Изменить размер шрифта - +
– Чушь, чушь собачья все твои неловкости дипломатические! Посмотри на людей, мальчик! Человек, по Дарвину, всякое действие свое определяет как направленное на сохранение себя как вида или особи, не знаю, как лучше выразиться, а война – это внешнее выражение нашей неприязни к тому, кто непохожестью своей грозит нам уничтожением!

– Да в чем же непохожесть, в чем! – с гримасой сожаления перебивал Тимашев Храпа. – Все мы люди-человеки!

– Человеки, да не такие! – парировал Храп, подходил к стулу, на котором сидел Вася Жемчугов, и, вцепившись руками в ножки, начинал медленно поднимать изумленного, но молчавшего Васю вместе со стулом, между тем не переставая говорить: – Француз – человек, и германец – человек, русский тоже на человеческий облик претендует, но все они к тому же хотят продолжать оставаться французами, германцами, русскими, а в этой-то непохожести весь корень зла и сокрыт! Возможно, когда-нибудь мы все будем именовать себя лишь Человеками Земли, и вот тогда-то не нужно будет бояться посягательства со стороны другого, на тебя непохожего. Пока же, – взгляните на историю, – человечество только и знает, что воевать! Боже, извини, сколько крови пролито во всех войнах! Если ее собрать, то случится всемирный потоп!

Храп, казалось, сильно радовался тому, что было пролито так много крови. Он перестал поднимать прапорщика, зачем-то расстегнул почти до пояса свою рубашку, словно ему было жарко, и, проведя рукой по бритому черепу, горячо продолжил: – Ну а хоть бы и война, так что ж нам теперь, скулить подобно институткам? Сопли от страха глотать, Господа Бога молить пронести мимо нас испытание это? Не-е-т, не будем мы сопли глотать! Фельдмаршал Мольтке Старший говорил, что война – это составная часть Богом установленного порядка! Она развивает благороднейшие качества человека: мужество, преданность общему делу, дух самопожертвования!

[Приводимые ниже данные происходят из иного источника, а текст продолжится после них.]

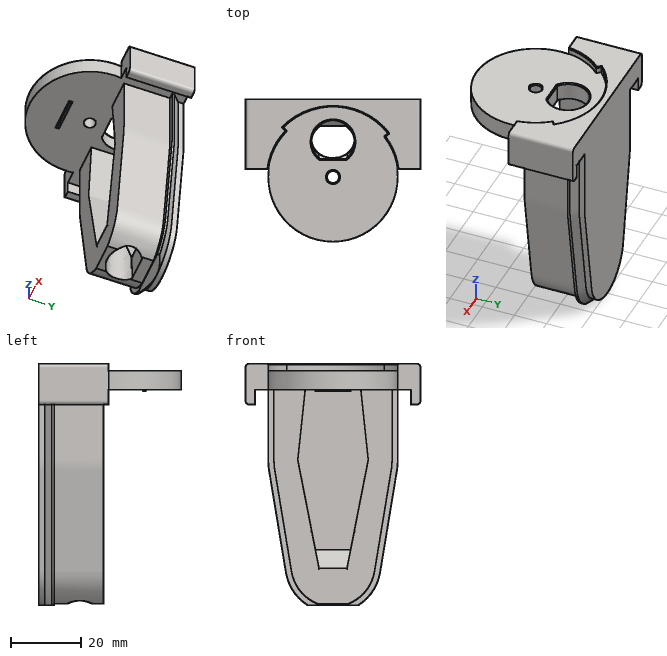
import math

import cadquery as cq

PLATE_WIDTH = 50.0
PLATE_DEPTH = 20.0
PLATE_THICKNESS = 7.5
HOOK_HEIGHT = 11.75
HOOK_THICKNESS = 2.8
HOOK_RADIUS = 1.15

OVERALL_DEPTH = 40.75
DISC_RADIUS = 18.5
DISC_Y = DISC_RADIUS - OVERALL_DEPTH
DISC_TOP = -2.0
DISC_THICKNESS = PLATE_THICKNESS + DISC_TOP
HOLE_CHAMFER = 0.35
CHAMFER_ANGLE = 45.0

RECESS_GAP = 0.1
RECESS_RADIUS = DISC_RADIUS + RECESS_GAP
RECESS_CHAMFER = 0.3
STOP_RADIUS = 20.05
STOP_START_ANGLE = 38.5
STOP_END_ANGLE = 135.0

PORT_RADIUS = 6.1
PORT_Y = -12.2
PORT_FLAT_OFFSET = 4.9
PIVOT_DIAMETER = 3.4

RIDGE_LENGTH = 10.4
RIDGE_WIDTH = 1.1
RIDGE_HEIGHT = 0.45
RIDGE_TAPER = 30.0
RIDGE_Y = -30.2

TONGUE_HALF_WIDTH = 16.85
TONGUE_FRONT = 18.55
TONGUE_KINK_Z = -29.0
TONGUE_KINK_RADIUS = 16.0
TONGUE_END_RADIUS = 12.0
TONGUE_END_Z = -57.4
TONGUE_BOTTOM = -68.6

RIM_OVERHANG = DISC_RADIUS - TONGUE_HALF_WIDTH
RIM_BACK_OFFSET = -0.4
RIM_BOTTOM = -69.0
RIM_SLOPE_START = 1.75
RIM_SLOPE_END = 3.7
RIM_FRONT = 4.4

CAVITY_TOP_HALF_WIDTH = 7.95
CAVITY_KINK_HALF_WIDTH = 10.05
CAVITY_KINK_Z = -27.5
CAVITY_FLOOR_HALF_WIDTH = 4.0
CAVITY_FLOOR_Z = -58.4
CAVITY_BACK = 4.0
RAMP_TOP_Z = -53.2
RAMP_FRONT = 7.7

OUTLET_HALF_WIDTH = 6.15
OUTLET_HALF_DEPTH = 5.1
OUTLET_Y = -11.75

CLEARANCE = 1.0


def slab(depth_from, depth_to, z_low, z_high, width=PLATE_WIDTH):
    """Box centred on X, reaching from one depth to another along -Y."""
    return cq.Workplane("XY").box(
        width, depth_to - depth_from, z_high - z_low, centered=(True, False, False)
    ).translate((0, -depth_to, z_low))


def make_plate():
    plate = slab(0, PLATE_DEPTH, -HOOK_HEIGHT, 0)
    plate = plate.edges("|Y").fillet(HOOK_RADIUS)
    inner_width = PLATE_WIDTH - 2 * HOOK_THICKNESS
    return plate.cut(slab(0, PLATE_DEPTH, -HOOK_HEIGHT, -PLATE_THICKNESS, inner_width))


def with_chamfered_rim(hole, chamfer):
    """Widen a downward cutter by a chamfer along the whole outline of its top face."""
    rim = hole.faces(">Z").wires().toPending().offset2D(chamfer, "intersection")
    return hole.union(rim.extrude(-chamfer, taper=CHAMFER_ANGLE))


def stop_sector():
    """Wedge with its tip on the disc axis, reaching past the stop radius."""
    reach = 2 * STOP_RADIUS
    corners = []
    for angle in (STOP_START_ANGLE, (STOP_START_ANGLE + STOP_END_ANGLE) / 2, STOP_END_ANGLE):
        turn = math.radians(angle)
        corners.append((reach * math.cos(turn), reach * math.sin(turn)))
    return cq.Workplane("XY").polyline([(0, 0)] + corners).close().extrude(DISC_TOP)


def make_recess():
    """Stepped recess above the disc, with a chamfer along its upper edge."""
    round_part = cq.Workplane("XY").circle(RECESS_RADIUS).extrude(DISC_TOP)
    stop_part = cq.Workplane("XY").circle(STOP_RADIUS).extrude(DISC_TOP).intersect(stop_sector())
    recess = round_part.union(stop_part)
    return with_chamfered_rim(recess, RECESS_CHAMFER).translate((0, DISC_Y, 0))


def make_disc():
    disc = (
        cq.Workplane("XY", origin=(0, DISC_Y, -PLATE_THICKNESS))
        .circle(DISC_RADIUS)
        .extrude(DISC_THICKNESS)
    )
    ridge = (
        cq.Workplane("XY", origin=(0, RIDGE_Y, -PLATE_THICKNESS))
        .rect(RIDGE_LENGTH, RIDGE_WIDTH)
        .extrude(-RIDGE_HEIGHT, taper=RIDGE_TAPER)
    )
    return disc.union(ridge)


def disc_bore(radius, y):
    """Straight round bore through the disc."""
    return cq.Workplane("XY", origin=(0, y, DISC_TOP)).circle(radius).extrude(-DISC_THICKNESS)


def make_port():
    """Round port with a flat on its front side."""
    behind_flat = slab(0, PORT_FLAT_OFFSET - PORT_Y, -PLATE_THICKNESS, DISC_TOP)
    return with_chamfered_rim(disc_bore(PORT_RADIUS, PORT_Y).intersect(behind_flat), HOLE_CHAMFER)


def make_pivot_hole():
    return with_chamfered_rim(disc_bore(PIVOT_DIAMETER / 2, DISC_Y), HOLE_CHAMFER)


def tongue_profile(depth, offset):
    """Tongue outline at a given depth, grown (or shrunk) by an offset: straight, tapering, round end."""
    half_width = TONGUE_HALF_WIDTH + offset
    end_radius = TONGUE_END_RADIUS + offset
    rise = TONGUE_KINK_Z - TONGUE_END_Z
    kink_distance = math.hypot(TONGUE_HALF_WIDTH, rise)
    tangent_angle = math.atan2(rise, TONGUE_HALF_WIDTH) - math.acos(TONGUE_END_RADIUS / kink_distance)
    tangent_x = end_radius * math.cos(tangent_angle)
    tangent_z = TONGUE_END_Z + end_radius * math.sin(tangent_angle)
    bend = -tangent_angle
    kink_radius = TONGUE_KINK_RADIUS + offset
    centre_x = TONGUE_HALF_WIDTH - TONGUE_KINK_RADIUS
    centre_z = TONGUE_KINK_Z + TONGUE_KINK_RADIUS * math.tan(bend / 2)

    def on_kink(turn):
        return centre_x + kink_radius * math.cos(turn), centre_z - kink_radius * math.sin(turn)

    def mirrored(point):
        return -point[0], point[1]

    top = (half_width, -PLATE_THICKNESS)
    kink_start = on_kink(0)
    kink_middle = on_kink(bend / 2)
    kink_end = on_kink(bend)
    tangent = (tangent_x, tangent_z)
    return (
        cq.Workplane("XZ", origin=(0, -depth, 0))
        .moveTo(*top)
        .lineTo(*kink_start)
        .threePointArc(kink_middle, kink_end)
        .lineTo(*tangent)
        .threePointArc((0, TONGUE_END_Z - end_radius), mirrored(tangent))
        .lineTo(*mirrored(kink_end))
        .threePointArc(mirrored(kink_middle), mirrored(kink_start))
        .lineTo(*mirrored(top))
        .close()
    )


def make_tongue():
    core = tongue_profile(RIM_SLOPE_END, 0).extrude(TONGUE_FRONT - RIM_SLOPE_END)
    core = core.intersect(slab(RIM_SLOPE_END, TONGUE_FRONT, TONGUE_BOTTOM, 0))

    back = tongue_profile(0, RIM_BACK_OFFSET).extrude(RIM_SLOPE_START)
    narrow = tongue_profile(RIM_SLOPE_START, RIM_BACK_OFFSET).wires().val()
    wide = tongue_profile(RIM_SLOPE_END, RIM_OVERHANG).wires().val()
    slope = cq.Workplane(cq.Solid.makeLoft([narrow, wide], True))
    lip = tongue_profile(RIM_SLOPE_END, RIM_OVERHANG).extrude(RIM_FRONT - RIM_SLOPE_END)
    rim = back.union(slope).union(lip).intersect(slab(0, RIM_FRONT, RIM_BOTTOM, 0))
    return core.union(rim)


def make_cavity():
    """Six-sided cavity with a ramp rising from its floor to its back wall."""
    right_side = [
        (CAVITY_TOP_HALF_WIDTH, -PLATE_THICKNESS),
        (CAVITY_KINK_HALF_WIDTH, CAVITY_KINK_Z),
        (CAVITY_FLOOR_HALF_WIDTH, CAVITY_FLOOR_Z),
    ]
    left_side = [(-x, z) for x, z in reversed(right_side)]
    cavity = (
        cq.Workplane("XZ", origin=(0, -CAVITY_BACK, 0))
        .polyline(right_side + left_side)
        .close()
        .extrude(TONGUE_FRONT - CAVITY_BACK)
    )
    ramp = (
        cq.Workplane("YZ")
        .polyline([(-CAVITY_BACK, RAMP_TOP_Z), (-RAMP_FRONT, CAVITY_FLOOR_Z), (-CAVITY_BACK, CAVITY_FLOOR_Z)])
        .close()
        .extrude(CAVITY_KINK_HALF_WIDTH, both=True)
    )
    return cavity.cut(ramp).union(make_well())


def make_well():
    """Straight-sided well below the cavity floor, its front ramp as steep as the back ramp."""
    ramp_height = RAMP_TOP_Z - CAVITY_FLOOR_Z
    ramp_length = RAMP_FRONT - CAVITY_BACK
    well_bottom = CAVITY_FLOOR_Z - ramp_height
    return (
        cq.Workplane("YZ")
        .polyline(
            [
                (-TONGUE_FRONT, CAVITY_FLOOR_Z),
                (ramp_length - TONGUE_FRONT, well_bottom),
                (-RAMP_FRONT, well_bottom),
                (-RAMP_FRONT, CAVITY_FLOOR_Z),
            ]
        )
        .close()
        .extrude(CAVITY_FLOOR_HALF_WIDTH, both=True)
    )


def make_outlet():
    """Oval bore up into the cavity, cut flat at the back along the foot of the ramp."""
    oval = (
        cq.Workplane("XY", origin=(0, OUTLET_Y, RIM_BOTTOM - CLEARANCE))
        .ellipse(OUTLET_HALF_WIDTH, OUTLET_HALF_DEPTH)
        .extrude(CAVITY_KINK_Z - RIM_BOTTOM)
    )
    return oval.intersect(slab(RAMP_FRONT, TONGUE_FRONT, RIM_BOTTOM - CLEARANCE, 0))


result = make_plate().cut(make_recess())
result = result.union(make_disc()).union(make_tongue())
for opening in (make_port(), make_pivot_hole(), make_cavity(), make_outlet()):
    result = result.cut(opening)

Если бы не было войн, мир разложился бы в гниении и погряз бы в грубом материализме! В конце концов, война предупреждает неумеренное увеличение населения, которое и без войны стало бы уменьшаться от неимения средств к существованию, но только медленно, мучительно медленно! А разве можно сбрасывать со счетов, что война ускоряет технический прогресс? Вот и говорите вы потом, что войны вредны и противны природе человека! Нет, господа, они полезны, и мы, профессиональные военные, самые полезные и наинужнейшие в человеческом обществе люди! Давайте воевать, друзья!

Храп высказывал свои взгляды на войну неоднократно, и многие воспринимали его ужасные фразы, циничные и неуместные, как грубое позерство, желание блеснуть оригинальностью, поэтому лишь только смеялись, но другие воспринимали их буквально, начинали возмущаться, оспаривали, ругали Храпа, некоторые спешили уйти, но находились и такие, кто поддерживал геркулеса-капитана, который в чрезвычайно хорошем настроении, словно и не в плену он вовсе был, расхаживал по комнате, хлопал офицеров по плечам и спинам, предлагал пощупать бицепсы, а потом, совершенно обнахалившись, громко заявил:

– Господа! Все эти наши русские философствования знаете от чего проистекают? Да оттого, что здесь нет хотя бы одной хорошей бабешки. Была бы она среди нашей честной компании, мы бы, уверен, не языками бы чесали, а… Впрочем, умолкаю, хотя как, господа, не хватает в этом проклятом лагере дам! А знаете ли вы, что все дамы делятся на дам и на дам, да не вам? А? Не знали разве об этом, господа?

Кое-кто из офицеров начинал громко ржать, а Васенька Жемчугов сильно краснел и спешил продекламировать:

 

Сердца и сим моего не преклонит Атрид Агамемнон,

Прежде чем всей не изгладит терзающей душу обиды!

 

Лихунову сильно не нравился капитан Храп. Возможно, сила его, не растраченное в бою здоровье, какое-то ребячье ухарство, любование телом своим, совсем не послужившим там, где так была необходима его мощь, как-то бессознательно терзали самолюбие изуродованного войной Лихунова.